Maybe it was at that time that I discovered the specialness of my body. No matter what kind of scars, no matter how tired I am, as long as I take a little rest, I can immediately revive with full blood on the spot. This is really an annoying ability.

But it is precisely because of this ability that I can live until now. I subconsciously touched my extremely smooth right wrist.I can't see that I was slipped by myself several times with a knife, and I hope that this painful life can end sooner.It's a pity that because of this special physique, even if I cut the main artery on my wrist accurately every time, and let the blood gushing out like a fountain in front of my eyes, it would take only a few seconds for the wound, how deep it was, to disappear immediately. Restored, and not even a trace of trace will be left.If it wasn't for the blood all over the floor and the dizziness caused by anemia to remind me, I'm afraid even I would think it was a dream.

Regardless of these things for the time being, in short, I just kept running like this, as if I had crossed the barriers of time and space, and I fell to the ground when I was exhausted.After recovery, get up and continue running.

"How long have you been running...?" I subconsciously thought when I came back to my senses, but the strange scenery around me couldn't tell me this.

"Maybe this is the kingdom of heaven...?" I thought for a moment as I looked at this unknown garden, surrounded only by the soft fragrance of flowers.

But I do know that I will never be able to go to the kingdom of heaven, so I know that this is not the kingdom of heaven.But so what, I don't care anymore anyway.

"It smells so good... it smells..."

Smell the scent of flowers.I gradually relaxed.

"Enough is enough... Enough is enough, I have had enough of this painful life..."

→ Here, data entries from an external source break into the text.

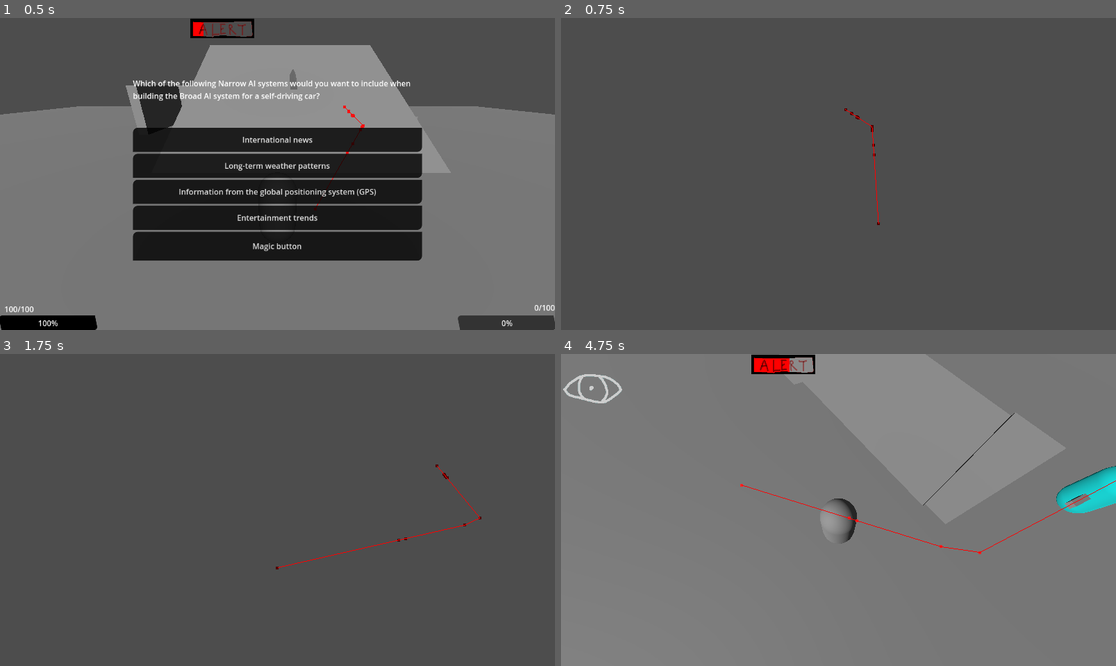
Above: before the commit, frames 1-4 (two rows, left to right).
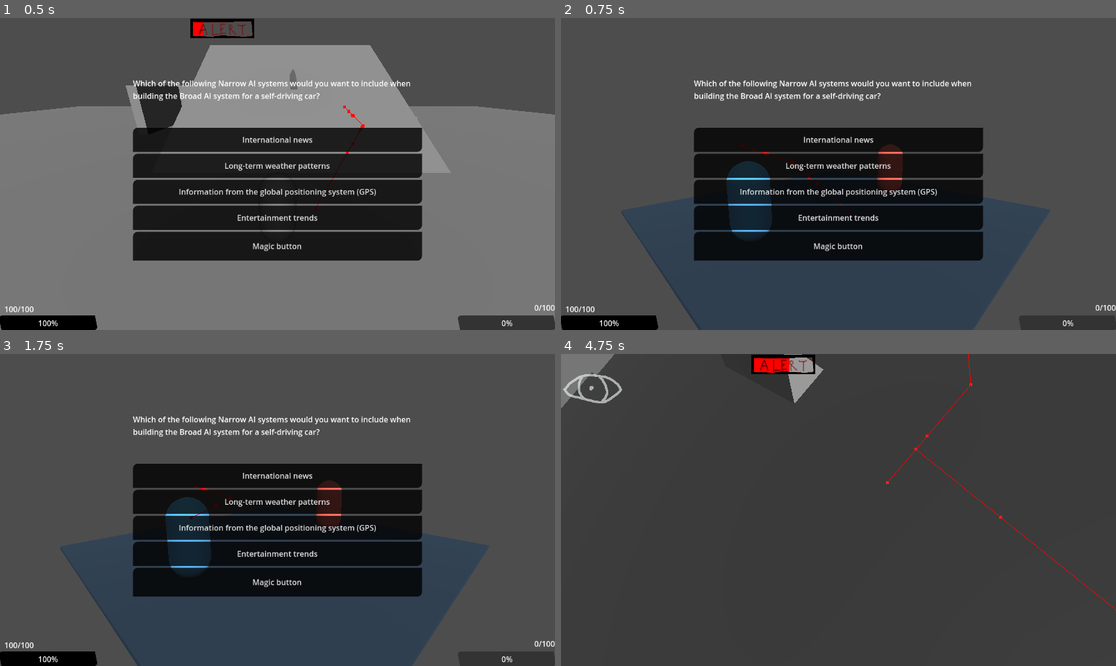
Above: after the commit, the same moments.

Repository: COMP2281/software-engineering-group24-25-06
Game: Godot game, scene res://scenes/missions/main.tscn
Two runs of this game, one before a commit and one after it. Both use one fixed random seed, a clock stepped at 60 frames per second and the inputs below.
Inputs (mouse positions are in pixels of both pictures, inside the frame that each line leads up to):
- Up to frame 1 (0.5 s): no input
- Up to frame 2 (0.75 s): tap Enter (ui_accept) at 0.5 s; move the mouse to (866, 174) at 0.52 s; hold W (forward) from 0.53 s (still down); tap B (change_battle) at 0.6 s
- Up to frame 3 (1.75 s): keep holding W (forward); tap Enter (ui_accept) at 0.77, 1.52 s; tap M (change_mission) at 0.8, 1.35 s; move the mouse to (249, 510) at 1.27 s; tap B (change_battle) at 1.55 s
- Up to frame 4 (4.75 s): release W (forward) at 2 s; click (838, 475) at 2 s, where only the run after the commit has a clickable "International news"; tap Enter (ui_accept) at 2.75, 3.77, 4.52 s; move the mouse to (894, 441) at 2.77 s; hold D (strafe_right) 2.78-3.53 s; tap B (change_battle) at 2.85, 3.8 s; tap M (change_mission) at 3.05, 3.6, 4.55 s; move the mouse to (832, 516) at 3.52 s; hold W (forward) 3.53-4.28 s; move the mouse to (1005, 556) at 4.27 s; hold A (strafe_left) from 4.28 s (still down); right-click (1005, 556) at 4.35 s

Frame 1 is identical in both runs. In frame 2, 41% of the frame differs, in the area x 0-100%, y 20-100%; in frame 3, 41%; in frame 4, 98%, in the area x 0-100%, y 0-100%.
Error before the commit: Invalid access to property or key 'enemy_encountered' on a base object of type 'Dictionary'. (res://scripts/scene_coordinator/states/encounter_state.gd:10)
Error after the commit: Invalid access to property or key 'enemy_encountered' on a base object of type 'Dictionary'. (res://scripts/scene_coordinator/states/encounter_state.gd:12)

Commit message:
Updates to scene transition in preparation

Diff:
--- a/scripts/battle/battle.gd
+++ b/scripts/battle/battle.gd
@@ -18,7 +18,7 @@
 var enemy_being_fought: Enemy = null
 var current_question: Question = null
 
-func prepare_enter(fighting_enemy: Enemy) -> void:
+func entered_from_mission(fighting_enemy: Enemy) -> void:
 	enemy_being_fought = fighting_enemy
 	enemy.enemy_resource = enemy_being_fought.enemy_resource
 	enemy_max_health = enemy.enemy_resource.health
@@ -27,6 +27,7 @@
 
 	ui.set_enemy(enemy.enemy_resource)
 
+func prepare_enter() -> void:
 	$CanvasLayer.show()
 	$Camera3D.make_current()
 
@@ -171,7 +172,7 @@
 	# TODO: Timer after victory (probably should be some animation that plays that we await?)
 	await get_tree().create_timer(1.0).timeout
 
-	SceneCoordinator.change_scene.emit("Mission", { "enemy_defeated": enemy_being_fought })
+	SceneCoordinator.change_scene.emit(SceneType.Name.MISSION, { "enemy_defeated": enemy_being_fought })
 
 func _on_player_health_changed(new_health: float):
 	player_health.value = new_health
--- a/scripts/enemy/enemy.gd
+++ b/scripts/enemy/enemy.gd
@@ -72,7 +72,7 @@
 		# TODO: very temporary, just make it so we can transition back to this scene
 		#	without instantly being thrown into another encounter
 		$Security.new_suspicion_level.emit(0.0, false) # TODO: should be in enter
-		SceneCoordinator.change_scene.emit("Encounter", {"enemy_encountered": self})
+		SceneCoordinator.change_scene.emit(SceneType.Name.BATTLE, {"enemy_encountered": self})
 
 func _physics_process(delta: float) -> void:
 	var destination: Vector3 = navigation_agent_3d.get_next_path_position()
--- a/scripts/scene_coordinator/scene_coordinator.gd
+++ b/scripts/scene_coordinator/scene_coordinator.gd
@@ -1,11 +1,31 @@
 extends Node
+
+# TODO: the lengths to get a global enum...
+@export var type : SceneType.Name = SceneType.Name.MISSION
+
+func get_scene_name(scene: SceneType.Name) -> String:
+	match scene:
+		SceneType.Name.MISSION: return "Mission"
+		SceneType.Name.BATTLE: return "Encounter"
+		SceneType.Name.HUB: return "Hub"
+
+	return "Unknown"
+
+func get_scene_enum(scene: String) -> SceneType.Name:
+	match scene:
+		"Mission": return SceneType.Name.MISSION
+		"Encounter": return SceneType.Name.BATTLE
+		"Hub": return SceneType.Name.HUB
+
+	# Default to mission scene
+	return SceneType.Name.MISSION
 
 # When changing scene, the metadata is passed both to the scene we're exiting from, and the scene
 #	we're entering
-signal change_scene(scene: String, metadata: Dictionary)
+signal change_scene(scene: SceneType.Name, metadata: Dictionary)
 
 func _process(_delta: float) -> void:
 	if Input.is_action_just_pressed("change_battle"):
-		change_scene.emit("Encounter", {})
+		change_scene.emit(SceneType.Name.BATTLE, {})
 	if Input.is_action_just_pressed("change_mission"):
-		change_scene.emit("Mission", {})
+		change_scene.emit(SceneType.Name.MISSION, {})
--- /dev/null
+++ b/scripts/scene_coordinator/scene_type.gd
@@ -0,0 +1,5 @@
+class_name SceneType
+
+enum Name {
+	MISSION, BATTLE, HUB
+}
--- a/scripts/scene_coordinator/states/encounter_state.gd
+++ b/scripts/scene_coordinator/states/encounter_state.gd
@@ -1,13 +1,17 @@
 extends GameSceneState
 
 var child_scene: EncounterNode = null
+@export var type : SceneType.Name = SceneType.Name.MISSION
 
 func _ready() -> void:
-	SceneCoordinator.change_scene.connect(func(state: String, metadata: Dictionary): finished.emit(state, metadata))
+	SceneCoordinator.change_scene.connect(func(state: SceneType.Name, metadata: Dictionary): finished.emit(SceneCoordinator.get_scene_name(state), metadata))
 	child_scene = get_tree().get_first_node_in_group("encounter_group")
 
-func enter(_previous_state_path: String, data := {}) -> void:
-	child_scene.prepare_enter(data["enemy_encountered"])
+func enter(previous_state_path: String, data := {}) -> void:
+	if SceneCoordinator.get_scene_enum(previous_state_path) == SceneType.Name.MISSION:
+		child_scene.entered_from_mission(data["enemy_encountered"])
+
+	child_scene.prepare_enter()
 	_enable_processing(child_scene)
 
 func exit(data := {}) -> void:
--- a/scripts/scene_coordinator/states/mission_state.gd
+++ b/scripts/scene_coordinator/states/mission_state.gd
@@ -1,15 +1,16 @@
 extends GameSceneState
 
 var child_scene: MissionNode = null
+@export var type : SceneType.Name = SceneType.Name.MISSION
 
 func _ready() -> void:
-	SceneCoordinator.change_scene.connect(func(state: String, metadata: Dictionary): finished.emit(state, metadata); print("Hello"))
+	SceneCoordinator.change_scene.connect(func(state: SceneType.Name, metadata: Dictionary): finished.emit(SceneCoordinator.get_scene_name(state), metadata))
 	child_scene = get_tree().get_first_node_in_group("mission_group")
 
 func enter(previous_state_path: String, data := {}) -> void:
 	# We expect the data passed to contain the "enemy_defeated field"
-	# TODO: maybe dedicated structus for EncounterToMission (etc.)
-	if previous_state_path == "Encounter":
+	# TODO: maybe dedicated structures for EncounterToMission (etc.)
+	if SceneCoordinator.get_scene_enum(previous_state_path) == SceneType.Name.BATTLE:
 		child_scene.entered_from_encounter(data)
 
 	child_scene.prepare_enter()
Not shown: 5 places in scenes/missions/enemy_hunt_scene.tscn that only renumber resources

I don't want to go back to that home anymore. How could that kind of guy be my parents? Although I want to say this, I am actually homeless.My body and mind are relaxed and I don't have the strength to stand up anymore, or my heart doesn't want to stand up anymore. How much I want to just lie down and go directly to hell or other worlds!

"Yeah... I can just die like this!" When I said this, a clear and pleasant voice appeared in my ears.

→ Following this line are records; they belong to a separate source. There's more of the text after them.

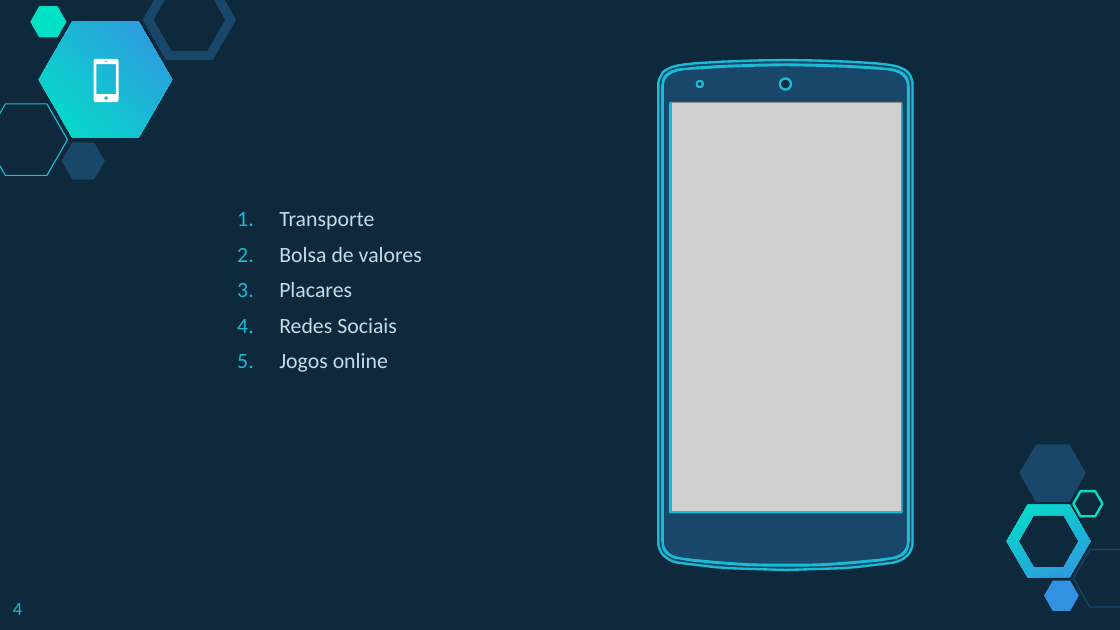
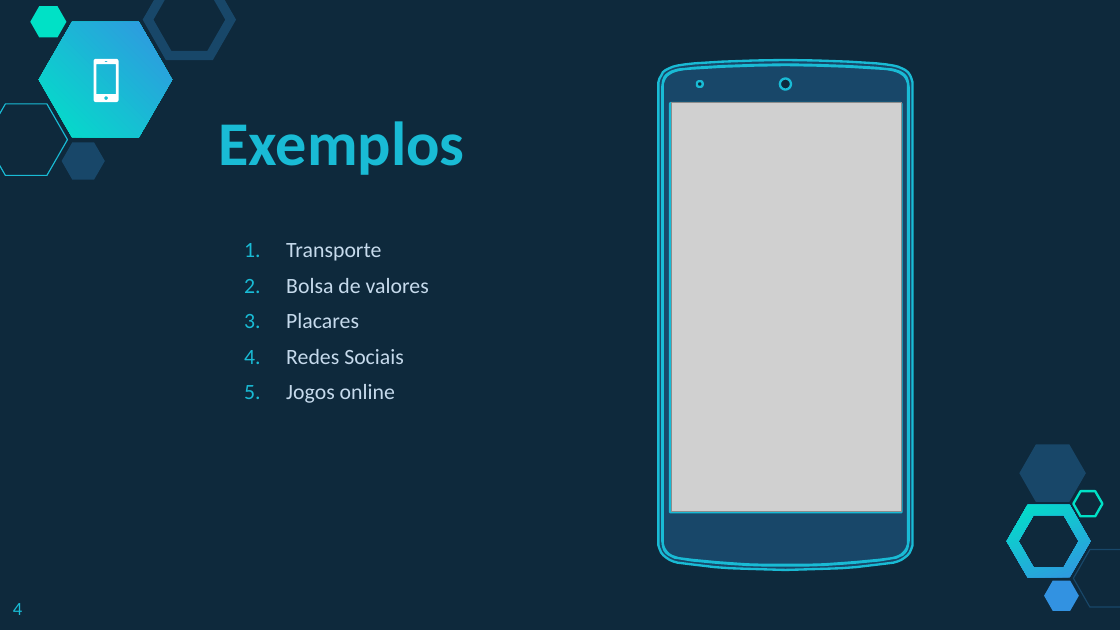
Before and after one commit to fabricioveronez/SignalR_Exemplos, a slide deck: slide 4 of docs/Apresentacao.pptx. Drawn at 1120x630 pixels with LibreOffice and Linux fonts; fonts in the diff are those of the drawing; grey boxes stand for pictures. Boxes give left, top, right and bottom in pixels: in the first picture for what was removed or moved away, otherwise in the second. Text is boxed around its words. In the diff, an @@ line names an element or a change of style, - is before the commit and + after.

```diff
--- a/docs/Apresentacao.pptx
+++ b/docs/Apresentacao.pptx
@@ text added at [218, 121, 464, 175], 40 pt, text #19BBD5, bold @@
+Exemplos
@@ text "Transporte": place and size @@
-text "Transporte" at [279, 212, 422, 372]
+text "Transporte" at [286, 243, 429, 403]
```
Also in this commit, not shown: 8 other slides changed, 6 slides added, 21 slides removed.

"No! Saying such a sad thing..."

"Although your heart has been hurt and you can't stand up anymore. But your body is not to the point where you can't move, so... stand up quickly!"

The girl's words were not so much comforting as they were commanding, but they were the most pleasing voice I have ever heard.

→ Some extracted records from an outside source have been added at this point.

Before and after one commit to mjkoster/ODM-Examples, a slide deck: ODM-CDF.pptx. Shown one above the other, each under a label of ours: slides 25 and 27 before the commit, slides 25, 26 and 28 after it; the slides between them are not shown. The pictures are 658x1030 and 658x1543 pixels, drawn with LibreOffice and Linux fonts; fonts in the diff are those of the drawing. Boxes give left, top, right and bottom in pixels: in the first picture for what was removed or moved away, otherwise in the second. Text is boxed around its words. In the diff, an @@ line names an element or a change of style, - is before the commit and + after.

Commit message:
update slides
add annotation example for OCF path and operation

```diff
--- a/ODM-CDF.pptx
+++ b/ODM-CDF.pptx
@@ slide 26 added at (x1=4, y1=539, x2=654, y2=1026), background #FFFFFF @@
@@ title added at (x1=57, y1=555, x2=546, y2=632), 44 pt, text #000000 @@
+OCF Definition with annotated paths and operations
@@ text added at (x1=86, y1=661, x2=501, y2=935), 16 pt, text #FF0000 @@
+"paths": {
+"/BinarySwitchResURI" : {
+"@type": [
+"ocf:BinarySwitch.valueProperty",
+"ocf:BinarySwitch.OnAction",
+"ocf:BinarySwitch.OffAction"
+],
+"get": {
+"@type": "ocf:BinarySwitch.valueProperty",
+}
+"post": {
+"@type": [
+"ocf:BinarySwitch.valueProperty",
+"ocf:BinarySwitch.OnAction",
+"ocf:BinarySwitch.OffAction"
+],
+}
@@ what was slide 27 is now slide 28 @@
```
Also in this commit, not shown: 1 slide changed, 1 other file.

"What... what! Who are you guys! You don't know anything about me, so just leave me alone!"

I don't know why, but I am full of expectations for the owner of this voice.But what I blurted out was the most vicious thing I could say at that time, but when I realized it, it was too late.Just when I was so nervous because I was worried that the girl would leave me so directly and seemed to forget to beat my heart, the girl's melodious voice like a lark appeared in my ears again.

"It's like this... Indeed, I really don't know anything about you..." The girl's voice seemed a little sad, and I didn't know if it was because of what I just said, but I heard There was a slightly sad tone in the girl's words, but I felt that I was even sadder than her, and a heart-wrenching pain appeared in my chest.